_Task prompt_.
From the first line to the last, copy the material word for word; pictures stay out.

_Provided records_.
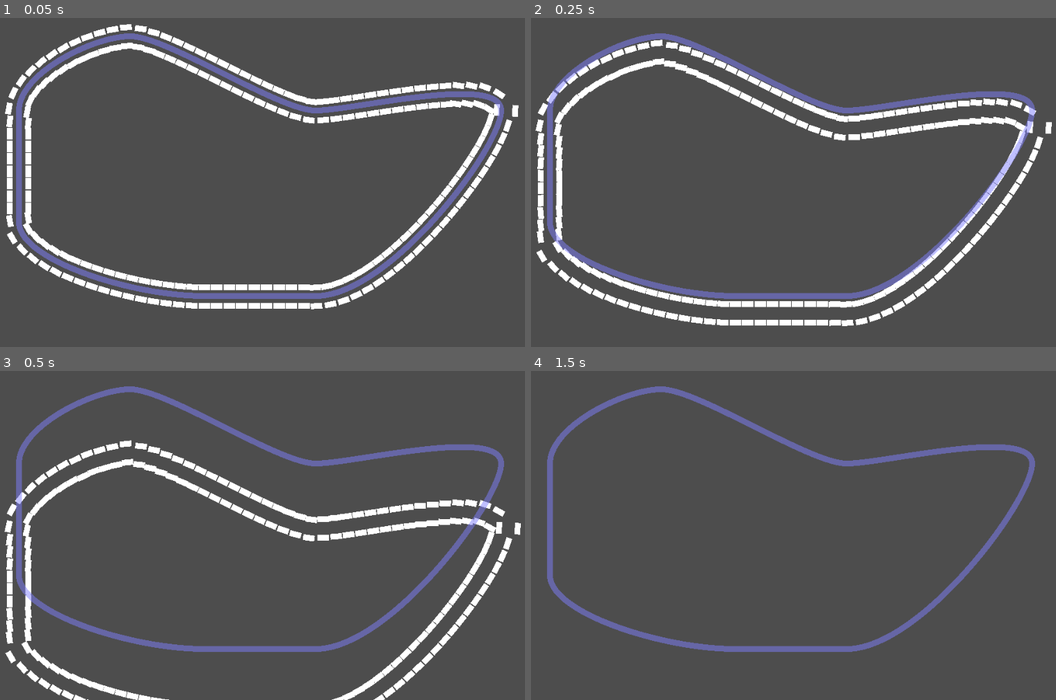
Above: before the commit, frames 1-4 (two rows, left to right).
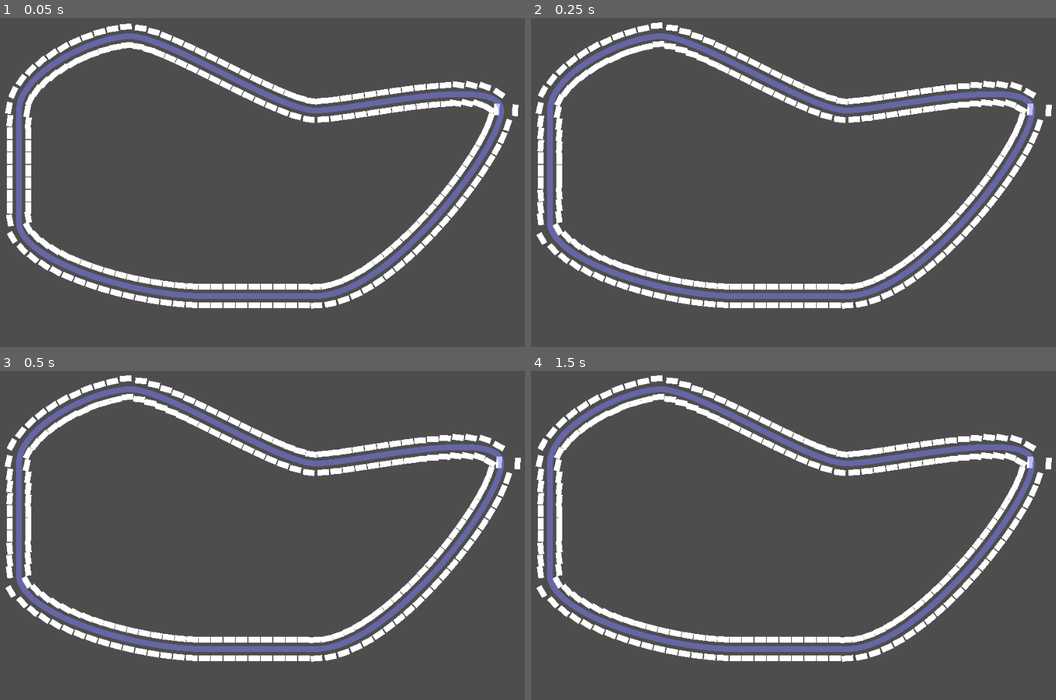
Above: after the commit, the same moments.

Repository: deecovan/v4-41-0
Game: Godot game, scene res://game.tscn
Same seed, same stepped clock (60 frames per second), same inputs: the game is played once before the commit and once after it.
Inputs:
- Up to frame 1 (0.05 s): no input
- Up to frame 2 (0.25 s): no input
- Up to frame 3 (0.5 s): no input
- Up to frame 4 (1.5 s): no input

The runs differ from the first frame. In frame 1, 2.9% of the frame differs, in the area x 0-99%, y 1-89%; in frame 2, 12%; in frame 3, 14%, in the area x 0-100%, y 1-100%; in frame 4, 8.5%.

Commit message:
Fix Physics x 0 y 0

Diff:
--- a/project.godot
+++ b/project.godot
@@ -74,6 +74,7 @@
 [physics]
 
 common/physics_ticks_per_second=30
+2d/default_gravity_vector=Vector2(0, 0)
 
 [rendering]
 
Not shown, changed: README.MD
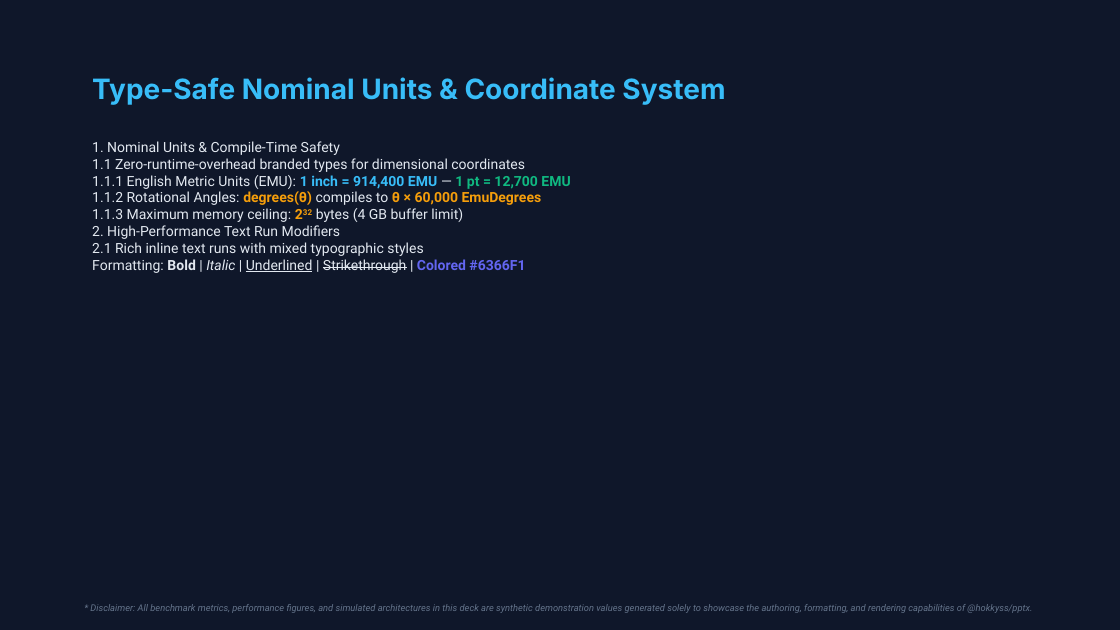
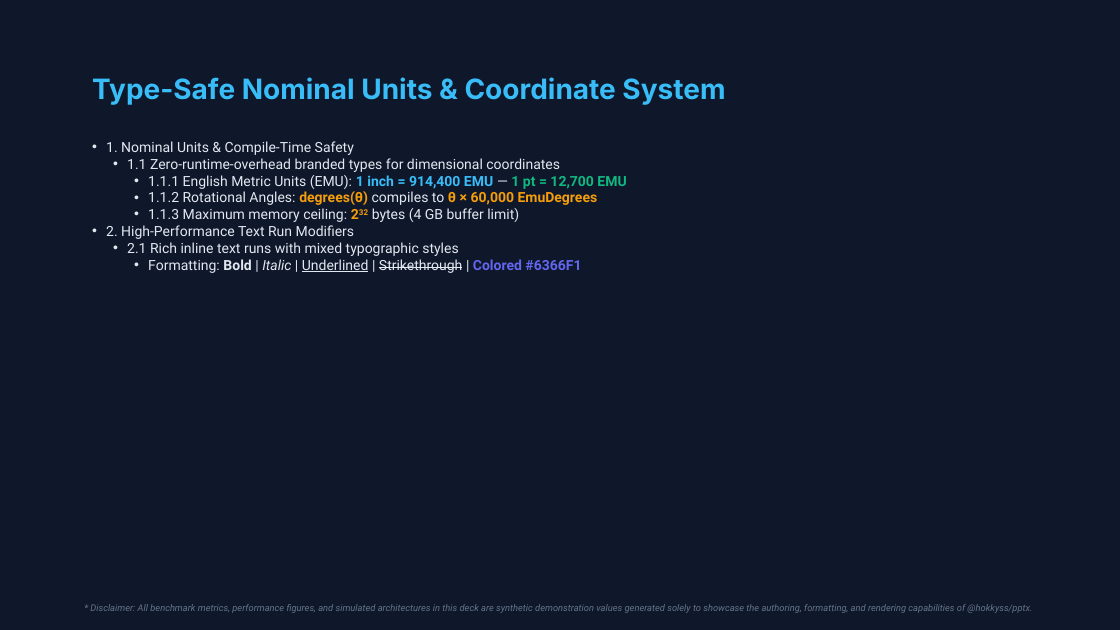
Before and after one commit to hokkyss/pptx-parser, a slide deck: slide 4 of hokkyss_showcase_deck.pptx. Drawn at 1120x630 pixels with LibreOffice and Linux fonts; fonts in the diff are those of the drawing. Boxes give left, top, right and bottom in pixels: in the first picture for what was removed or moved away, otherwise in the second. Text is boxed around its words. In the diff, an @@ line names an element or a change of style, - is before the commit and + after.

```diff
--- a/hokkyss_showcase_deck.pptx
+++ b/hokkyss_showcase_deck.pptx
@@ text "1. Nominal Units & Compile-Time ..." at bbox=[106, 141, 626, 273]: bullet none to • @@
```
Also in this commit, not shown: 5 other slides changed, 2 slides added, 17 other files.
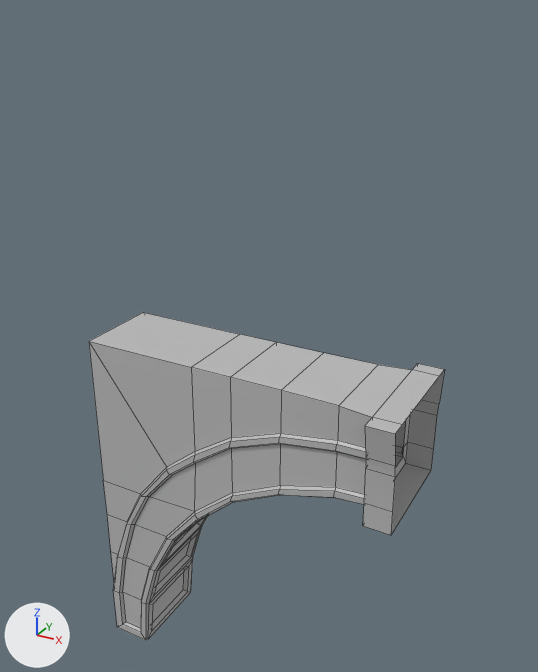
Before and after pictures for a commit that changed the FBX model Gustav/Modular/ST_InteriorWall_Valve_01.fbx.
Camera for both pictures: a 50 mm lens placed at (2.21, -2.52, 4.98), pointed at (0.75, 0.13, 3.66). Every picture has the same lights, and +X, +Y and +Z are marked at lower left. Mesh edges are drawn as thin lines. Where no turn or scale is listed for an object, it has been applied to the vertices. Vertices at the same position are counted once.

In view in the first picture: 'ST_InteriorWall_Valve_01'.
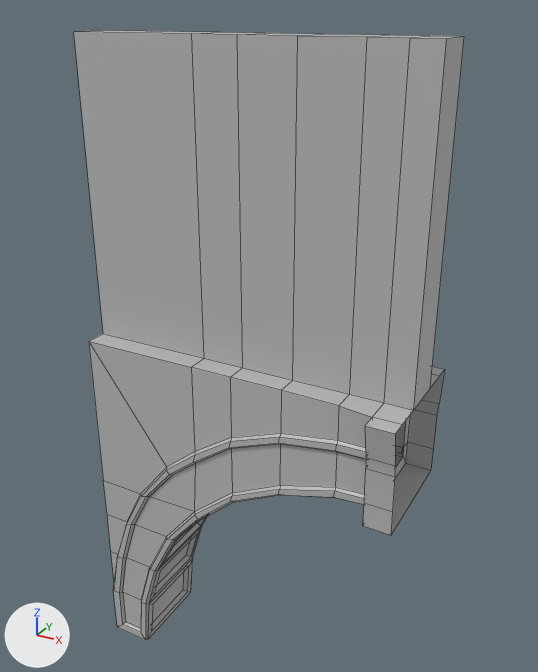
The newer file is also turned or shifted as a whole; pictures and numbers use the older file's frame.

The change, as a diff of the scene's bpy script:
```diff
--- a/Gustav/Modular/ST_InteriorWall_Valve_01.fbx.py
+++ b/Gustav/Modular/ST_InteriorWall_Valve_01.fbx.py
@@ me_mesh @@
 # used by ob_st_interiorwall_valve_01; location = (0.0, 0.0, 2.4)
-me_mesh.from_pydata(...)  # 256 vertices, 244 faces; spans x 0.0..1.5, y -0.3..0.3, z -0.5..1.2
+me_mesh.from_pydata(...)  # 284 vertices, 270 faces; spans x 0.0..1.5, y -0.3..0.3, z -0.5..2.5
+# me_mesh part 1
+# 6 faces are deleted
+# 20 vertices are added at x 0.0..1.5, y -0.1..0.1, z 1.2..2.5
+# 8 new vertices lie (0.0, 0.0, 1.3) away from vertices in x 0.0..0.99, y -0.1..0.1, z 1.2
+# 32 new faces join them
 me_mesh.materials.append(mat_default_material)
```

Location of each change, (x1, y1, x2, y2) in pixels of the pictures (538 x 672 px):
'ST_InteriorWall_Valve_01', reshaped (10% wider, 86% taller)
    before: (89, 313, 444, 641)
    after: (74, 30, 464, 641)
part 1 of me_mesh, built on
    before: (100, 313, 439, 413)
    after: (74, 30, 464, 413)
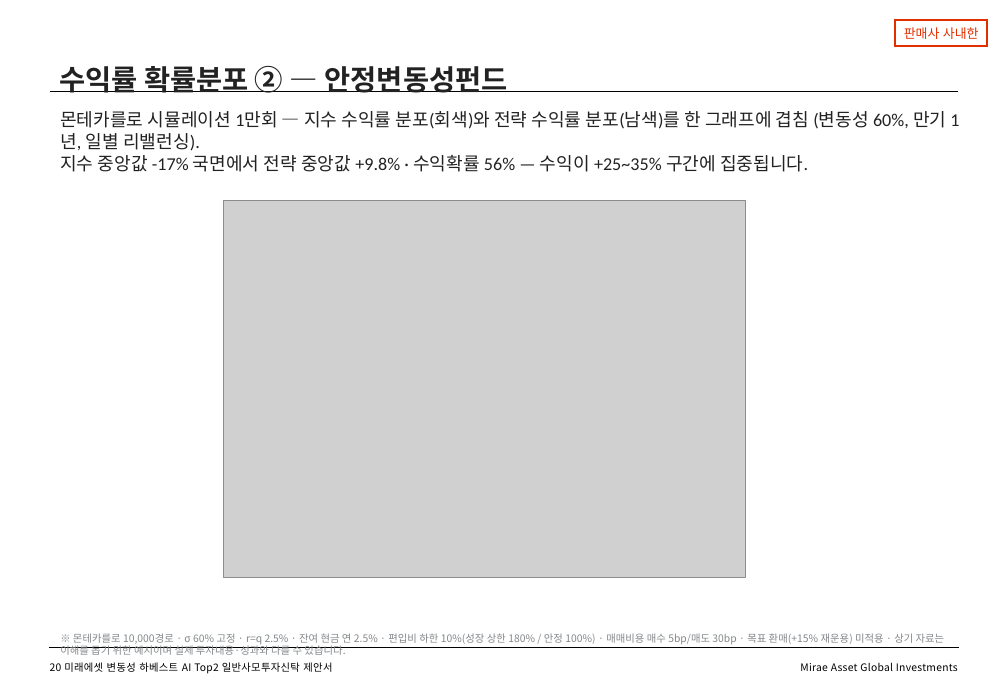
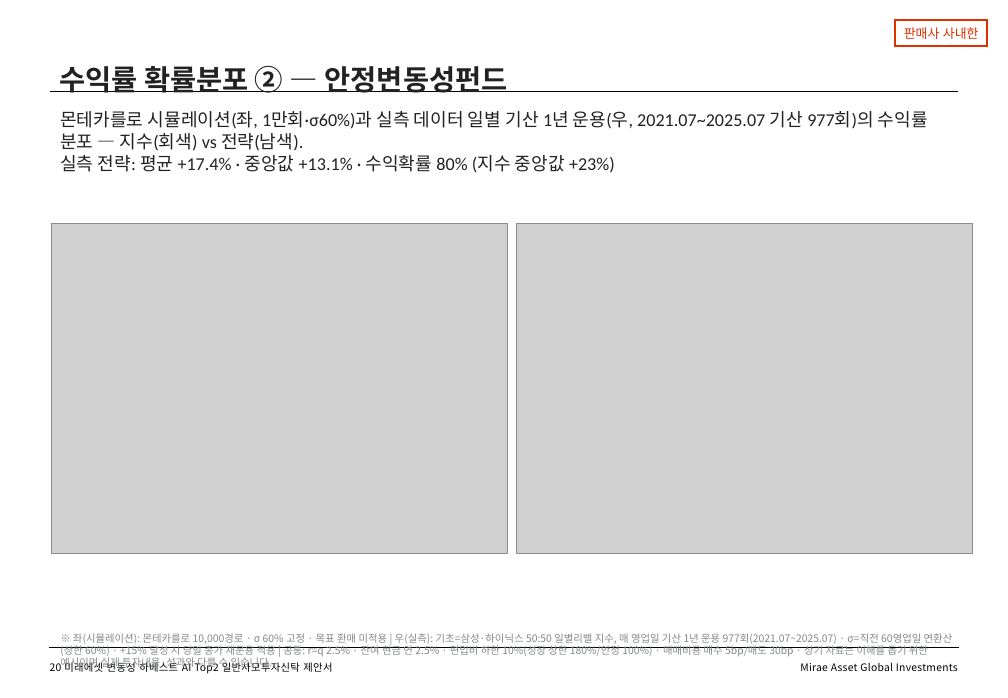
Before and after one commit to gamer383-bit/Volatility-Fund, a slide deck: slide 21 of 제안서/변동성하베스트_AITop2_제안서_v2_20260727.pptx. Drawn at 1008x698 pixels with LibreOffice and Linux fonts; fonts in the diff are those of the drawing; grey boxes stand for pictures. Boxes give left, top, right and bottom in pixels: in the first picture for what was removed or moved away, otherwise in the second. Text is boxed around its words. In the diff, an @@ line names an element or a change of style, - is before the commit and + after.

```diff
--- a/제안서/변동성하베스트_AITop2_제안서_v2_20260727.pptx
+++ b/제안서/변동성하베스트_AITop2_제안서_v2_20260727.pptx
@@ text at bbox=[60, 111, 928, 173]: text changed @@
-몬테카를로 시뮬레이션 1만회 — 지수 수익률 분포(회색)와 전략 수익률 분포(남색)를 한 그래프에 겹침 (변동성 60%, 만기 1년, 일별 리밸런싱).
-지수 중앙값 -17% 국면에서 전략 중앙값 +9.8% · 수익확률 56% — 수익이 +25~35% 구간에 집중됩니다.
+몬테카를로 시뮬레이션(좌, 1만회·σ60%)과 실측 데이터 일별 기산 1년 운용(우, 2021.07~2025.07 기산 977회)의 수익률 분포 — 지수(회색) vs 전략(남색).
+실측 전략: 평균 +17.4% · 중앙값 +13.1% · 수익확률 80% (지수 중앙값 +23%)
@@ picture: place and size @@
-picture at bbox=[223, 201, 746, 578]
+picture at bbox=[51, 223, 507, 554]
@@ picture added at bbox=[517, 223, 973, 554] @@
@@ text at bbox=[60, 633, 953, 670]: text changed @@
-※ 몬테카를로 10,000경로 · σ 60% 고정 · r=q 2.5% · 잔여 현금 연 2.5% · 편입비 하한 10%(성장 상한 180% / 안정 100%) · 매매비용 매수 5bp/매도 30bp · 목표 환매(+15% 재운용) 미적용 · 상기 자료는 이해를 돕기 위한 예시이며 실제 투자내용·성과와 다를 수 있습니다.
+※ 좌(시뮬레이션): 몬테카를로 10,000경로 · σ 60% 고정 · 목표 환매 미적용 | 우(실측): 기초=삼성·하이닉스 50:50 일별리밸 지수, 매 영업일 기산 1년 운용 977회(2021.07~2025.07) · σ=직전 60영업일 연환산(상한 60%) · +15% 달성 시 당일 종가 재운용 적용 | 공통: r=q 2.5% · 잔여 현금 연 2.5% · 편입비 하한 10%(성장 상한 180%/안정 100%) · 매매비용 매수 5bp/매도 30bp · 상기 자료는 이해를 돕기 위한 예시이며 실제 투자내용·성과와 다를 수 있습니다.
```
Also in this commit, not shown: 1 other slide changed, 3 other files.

_Task answer_.
Above: before the commit, frames 1-4 (two rows, left to right).
Above: after the commit, the same moments.

Repository: deecovan/v4-41-0
Game: Godot game, scene res://game.tscn
Same seed, same stepped clock (60 frames per second), same inputs: the game is played once before the commit and once after it.
Inputs:
- Up to frame 1 (0.05 s): no input
- Up to frame 2 (0.25 s): no input
- Up to frame 3 (0.5 s): no input
- Up to frame 4 (1.5 s): no input

The runs differ from the first frame. In frame 1, 2.9% of the frame differs, in the area x 0-99%, y 1-89%; in frame 2, 12%; in frame 3, 14%, in the area x 0-100%, y 1-100%; in frame 4, 8.5%.

Commit message:
Fix Physics x 0 y 0

Diff:
--- a/project.godot
+++ b/project.godot
@@ -74,6 +74,7 @@
 [physics]
 
 common/physics_ticks_per_second=30
+2d/default_gravity_vector=Vector2(0, 0)
 
 [rendering]
 
Not shown, changed: README.MD
Before and after one commit to hokkyss/pptx-parser, a slide deck: slide 4 of hokkyss_showcase_deck.pptx. Drawn at 1120x630 pixels with LibreOffice and Linux fonts; fonts in the diff are those of the drawing. Boxes give left, top, right and bottom in pixels: in the first picture for what was removed or moved away, otherwise in the second. Text is boxed around its words. In the diff, an @@ line names an element or a change of style, - is before the commit and + after.

```diff
--- a/hokkyss_showcase_deck.pptx
+++ b/hokkyss_showcase_deck.pptx
@@ text "1. Nominal Units & Compile-Time ..." at bbox=[106, 141, 626, 273]: bullet none to • @@
```
Also in this commit, not shown: 5 other slides changed, 2 slides added, 17 other files.
Before and after pictures for a commit that changed the FBX model Gustav/Modular/ST_InteriorWall_Valve_01.fbx.
Camera for both pictures: a 50 mm lens placed at (2.21, -2.52, 4.98), pointed at (0.75, 0.13, 3.66). Every picture has the same lights, and +X, +Y and +Z are marked at lower left. Mesh edges are drawn as thin lines. Where no turn or scale is listed for an object, it has been applied to the vertices. Vertices at the same position are counted once.

In view in the first picture: 'ST_InteriorWall_Valve_01'.
The newer file is also turned or shifted as a whole; pictures and numbers use the older file's frame.

The change, as a diff of the scene's bpy script:
```diff
--- a/Gustav/Modular/ST_InteriorWall_Valve_01.fbx.py
+++ b/Gustav/Modular/ST_InteriorWall_Valve_01.fbx.py
@@ me_mesh @@
 # used by ob_st_interiorwall_valve_01; location = (0.0, 0.0, 2.4)
-me_mesh.from_pydata(...)  # 256 vertices, 244 faces; spans x 0.0..1.5, y -0.3..0.3, z -0.5..1.2
+me_mesh.from_pydata(...)  # 284 vertices, 270 faces; spans x 0.0..1.5, y -0.3..0.3, z -0.5..2.5
+# me_mesh part 1
+# 6 faces are deleted
+# 20 vertices are added at x 0.0..1.5, y -0.1..0.1, z 1.2..2.5
+# 8 new vertices lie (0.0, 0.0, 1.3) away from vertices in x 0.0..0.99, y -0.1..0.1, z 1.2
+# 32 new faces join them
 me_mesh.materials.append(mat_default_material)
```

Location of each change, (x1, y1, x2, y2) in pixels of the pictures (538 x 672 px):
'ST_InteriorWall_Valve_01', reshaped (10% wider, 86% taller)
    before: (89, 313, 444, 641)
    after: (74, 30, 464, 641)
part 1 of me_mesh, built on
    before: (100, 313, 439, 413)
    after: (74, 30, 464, 413)
Before and after one commit to gamer383-bit/Volatility-Fund, a slide deck: slide 21 of 제안서/변동성하베스트_AITop2_제안서_v2_20260727.pptx. Drawn at 1008x698 pixels with LibreOffice and Linux fonts; fonts in the diff are those of the drawing; grey boxes stand for pictures. Boxes give left, top, right and bottom in pixels: in the first picture for what was removed or moved away, otherwise in the second. Text is boxed around its words. In the diff, an @@ line names an element or a change of style, - is before the commit and + after.

```diff
--- a/제안서/변동성하베스트_AITop2_제안서_v2_20260727.pptx
+++ b/제안서/변동성하베스트_AITop2_제안서_v2_20260727.pptx
@@ text at bbox=[60, 111, 928, 173]: text changed @@
-몬테카를로 시뮬레이션 1만회 — 지수 수익률 분포(회색)와 전략 수익률 분포(남색)를 한 그래프에 겹침 (변동성 60%, 만기 1년, 일별 리밸런싱).
-지수 중앙값 -17% 국면에서 전략 중앙값 +9.8% · 수익확률 56% — 수익이 +25~35% 구간에 집중됩니다.
+몬테카를로 시뮬레이션(좌, 1만회·σ60%)과 실측 데이터 일별 기산 1년 운용(우, 2021.07~2025.07 기산 977회)의 수익률 분포 — 지수(회색) vs 전략(남색).
+실측 전략: 평균 +17.4% · 중앙값 +13.1% · 수익확률 80% (지수 중앙값 +23%)
@@ picture: place and size @@
-picture at bbox=[223, 201, 746, 578]
+picture at bbox=[51, 223, 507, 554]
@@ picture added at bbox=[517, 223, 973, 554] @@
@@ text at bbox=[60, 633, 953, 670]: text changed @@
-※ 몬테카를로 10,000경로 · σ 60% 고정 · r=q 2.5% · 잔여 현금 연 2.5% · 편입비 하한 10%(성장 상한 180% / 안정 100%) · 매매비용 매수 5bp/매도 30bp · 목표 환매(+15% 재운용) 미적용 · 상기 자료는 이해를 돕기 위한 예시이며 실제 투자내용·성과와 다를 수 있습니다.
+※ 좌(시뮬레이션): 몬테카를로 10,000경로 · σ 60% 고정 · 목표 환매 미적용 | 우(실측): 기초=삼성·하이닉스 50:50 일별리밸 지수, 매 영업일 기산 1년 운용 977회(2021.07~2025.07) · σ=직전 60영업일 연환산(상한 60%) · +15% 달성 시 당일 종가 재운용 적용 | 공통: r=q 2.5% · 잔여 현금 연 2.5% · 편입비 하한 10%(성장 상한 180%/안정 100%) · 매매비용 매수 5bp/매도 30bp · 상기 자료는 이해를 돕기 위한 예시이며 실제 투자내용·성과와 다를 수 있습니다.
```
Also in this commit, not shown: 1 other slide changed, 3 other files.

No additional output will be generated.